Quand on parle de magnétisme, on pense souvent à un aimant collé sur la porte du frigo. Mais imaginez un peu un état magnétique qui se modifie à la demande, avec une précision nanométrique, sans émettre de chaleur, et capable d’imiter les synapses du cerveau. C’est exactement ce que vient de démontrer une équipe de chercheurs de l’Universitat Autònoma de Barcelona (UAB) avec leur nouvelle découverte : le “vortion”, ou vortex magéto-ionique.
Jusqu’à présent, modifier l’aimantation d’un matériau à l’échelle nanométrique était une entreprise périlleuse. L’astuce de cette équipe ? Utiliser un champ électrique pour extraire des ions azote, transformant ainsi un matériau initialement non magnétique en un état magnétique entièrement reconfigurable.
Des vortex magnétiques à la carte
Les vortex magnétiques, ces petites structures en spirale qui apparaissent à l’échelle sub-micrométrique, sont déjà bien connues en physique. Mais les contrôler de manière précise et réversible ? C’était jusqu’ici hors de portée.
Avec le “vortion”, on dépasse cette limite. En appliquant un champ électrique, les chercheurs peuvent créer, modifier et supprimer ces vortex dans des nanodots (des structures à l’échelle du nanomètre). Ce qui est encore plus fascinant, c’est que cette manipulation se fait avec une consommation d’énergie réduite au minimum, contrairement aux méthodes traditionnelles utilisant des courants électriques, qui gaspillent de l’énergie sous forme de chaleur.
Vers des ordinateurs inspirés du cerveau
Là où l’affaire devient encore plus intéressante, c’est que cette technologie ouvre la voie à des dispositifs neuromorphiques, c’est-à-dire des circuits électroniques inspirés du fonctionnement du cerveau humain.
Dans notre cerveau, les connexions entre neurones, appelées synapses, ne sont pas statiques : elles se renforcent ou s’affaiblissent en fonction de l’activité. Le “vortion” pourrait jouer ce rôle dans des circuits informatiques en ajustant dynamiquement ses propriétés magnétiques. Ce serait une avancée majeure pour la spintronique et l’intelligence artificielle matérielle.
Une alternative aux méthodes énergivores
Aujourd’hui, les data centers engloutissent une quantité phénoménale d’énergie pour traiter et stocker des informations. Les solutions classiques utilisent des courants électriques pour changer l’état des bits magnétiques, ce qui entraîne un dégagement thermique important.
Avec le “vortion”, le passage d’un état à un autre se fait par l’application d’une tension électrique et non par un courant, évitant ainsi ces pertes thermiques. Moins d’énergie, moins de chaleur, plus d’efficacité.
Un futur rempli de possibilités
Outre le stockage et le traitement de l’information, les “vortions” pourraient être exploités pour d’autres applications innovantes :
- Spintronique et calcul analogique, en proposant des composants plus flexibles et adaptatifs.

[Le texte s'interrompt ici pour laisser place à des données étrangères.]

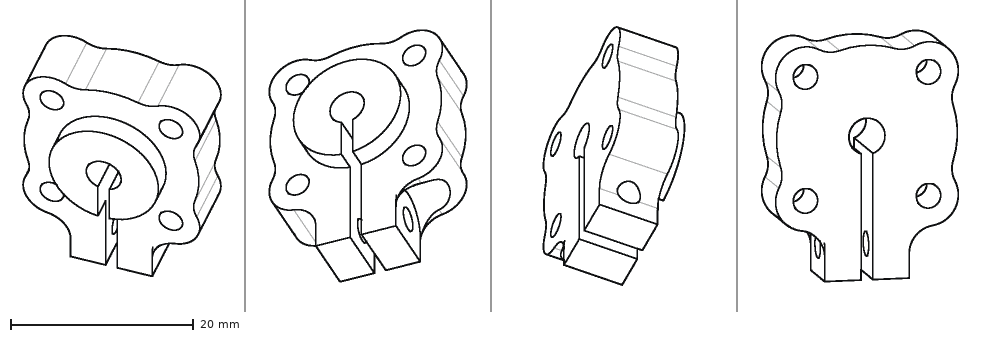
import cadquery as cq
import math

plate_thickness = 7.0
boss_height = 2.52
boss_radius = 6.35
bore_radius = 2.02
slot_width = 1.35
hole_radius = 1.37

hole_offset = 6.91
lobe_radius = 3.37
body_radius = 10.17
blend_radius = 3.02
tab_half_width = 4.75
part_height = 26.3
tab_bottom = hole_offset + lobe_radius - part_height
clamp_hole_z = -12.62


def along(start, end, distance):
    """Point at a distance from start, in the direction of end."""
    share = distance / math.dist(start, end)
    return tuple(a + (b - a) * share for a, b in zip(start, end))


def arc_middle(center, radius, start, end):
    """Middle of the shorter arc from start to end."""
    chord_middle = tuple((a + b) / 2 for a, b in zip(start, end))
    return along(center, chord_middle, radius)


def mirror_x(point):
    return (-point[0], point[1])


def mirror_z(point):
    return (point[0], -point[1])


def swap(point):
    return (point[1], point[0])


origin = (0.0, 0.0)
lobe = (hole_offset, hole_offset)
lobe_distance = math.hypot(*lobe)
body_reach = body_radius + blend_radius
lobe_reach = lobe_radius + blend_radius
cos_turn = (body_reach**2 + lobe_distance**2 - lobe_reach**2) / (2 * body_reach * lobe_distance)
blend_angle = math.pi / 4 + math.acos(cos_turn)
blend = (body_reach * math.cos(blend_angle), body_reach * math.sin(blend_angle))
body_end = along(origin, blend, body_radius)
lobe_end = along(lobe, blend, lobe_radius)
blend_middle = arc_middle(blend, blend_radius, body_end, lobe_end)
lobe_outer = along(origin, lobe, lobe_distance + lobe_radius)

lower_lobe = mirror_z(lobe)
tab_blend_x = tab_half_width + blend_radius
tab_blend_drop = math.sqrt(lobe_reach**2 - (tab_blend_x - hole_offset) ** 2)
tab_blend = (tab_blend_x, -hole_offset - tab_blend_drop)
lower_lobe_end = along(lower_lobe, tab_blend, lobe_radius)
tab_side_top = (tab_half_width, tab_blend[1])
tab_blend_middle = arc_middle(tab_blend, blend_radius, lower_lobe_end, tab_side_top)

right_arcs = [
    (blend_middle, lobe_end),
    (lobe_outer, swap(lobe_end)),
    (swap(blend_middle), swap(body_end)),
    ((body_radius, 0), mirror_z(swap(body_end))),
    (mirror_z(swap(blend_middle)), mirror_z(swap(lobe_end))),
    (mirror_z(lobe_outer), lower_lobe_end),
    (tab_blend_middle, tab_side_top),
]

outline = cq.Workplane("XZ").moveTo(*mirror_x(body_end)).threePointArc((0, body_radius), body_end)
for middle, end in right_arcs:
    outline = outline.threePointArc(middle, end)
outline = outline.lineTo(tab_half_width, tab_bottom).lineTo(-tab_half_width, tab_bottom)
outline = outline.lineTo(*mirror_x(tab_side_top))
arc_starts = [body_end] + [end for _, end in right_arcs[:-1]]
for (middle, _), start in zip(reversed(right_arcs), reversed(arc_starts)):
    outline = outline.threePointArc(mirror_x(middle), mirror_x(start))
plate = outline.close().extrude(plate_thickness)

total_depth = plate_thickness + boss_height
boss = cq.Workplane("XZ").circle(boss_radius).extrude(total_depth)

bore = cq.Workplane("XZ").circle(bore_radius).extrude(total_depth)
slot = cq.Workplane("XZ").center(0, tab_bottom / 2).rect(slot_width, -tab_bottom).extrude(total_depth)
mounting_holes = (
    cq.Workplane("XZ")
    .rect(2 * hole_offset, 2 * hole_offset, forConstruction=True)
    .vertices()
    .circle(hole_radius)
    .extrude(plate_thickness)
)

clamp_hole = (
    cq.Workplane("YZ")
    .center(-plate_thickness / 2, clamp_hole_z)
    .circle(hole_radius)
    .extrude(hole_offset + lobe_radius, both=True)
)

head_clearance = (
    cq.Workplane("YZ", origin=(tab_half_width, 0, 0))
    .center(-plate_thickness / 2, clamp_hole_z)
    .circle(plate_thickness / 2)
    .extrude(hole_offset + lobe_radius - tab_half_width)
)

result = plate.union(boss).cut(bore).cut(slot).cut(mounting_holes).cut(clamp_hole).cut(head_clearance)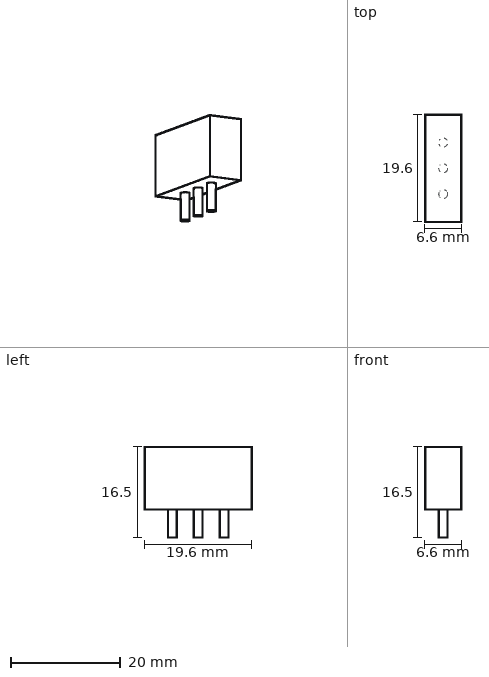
import cadquery as cq

housing_width = 6.6
housing_length = 19.56
total_height = 16.53

pin_count = 3
pin_diameter = 1.65
pin_length = 5.1
pin_pitch = 4.7

housing_height = total_height - pin_length


def make_housing():
    """Plain rectangular block standing on the XY plane."""
    return cq.Workplane("XY").box(
        housing_width, housing_length, housing_height, centered=(True, True, False)
    )


def make_pin(y):
    """Round pin hanging from the underside of the housing at the given Y."""
    return cq.Workplane("XY").center(0, y).circle(pin_diameter / 2).extrude(-pin_length)


housing = make_housing()

first_pin_y = -pin_pitch * (pin_count - 1) / 2
pins = [make_pin(first_pin_y + index * pin_pitch) for index in range(pin_count)]

result = cq.Compound.makeCompound([housing.val(), *[pin.val() for pin in pins]])

- Thérapies médicales, comme la manipulation magnétique de nanoparticules pour cibler des cellules cancéreuses.
- Systèmes de sécurité, en créant des dispositifs dont les propriétés peuvent être reconfigurées à la demande.
- Magnonics, un domaine où les ondes de spin remplaceraient les électrons pour le transport d’information.
L’équipe de l’UAB, dirigée par Jordi Sort et comprenant Irena Spasojević, Aleix Barrera, Anna Palau, ainsi que des chercheurs d’institutions en Italie et aux États-Unis, a publié ces résultats dans la revue Nature Communications. Ce projet bénéficie d’un soutien du Conseil européen de la recherche.
Résumé
- Une équipe de chercheurs de l’UAB a mis au point un nouvel état magnétique, le “vortion”.
- Ce phénomène repose sur l’extraction d’ions azote par un champ électrique, sans courant.
- Il permet de créer, modifier et supprimer des vortex magnétiques à la demande.
- Cette avancée réduit drastiquement la consommation d’énergie des dispositifs.
- Le “vortion” pourrait servir de synapse artificielle pour des ordinateurs neuromorphiques.
- Il ouvre des perspectives dans des domaines tels que la spintronique, la médecine et la sécurité des données.
- Les résultats ont été publiés dans Nature Communications, avec le soutien du Conseil européen de la recherche.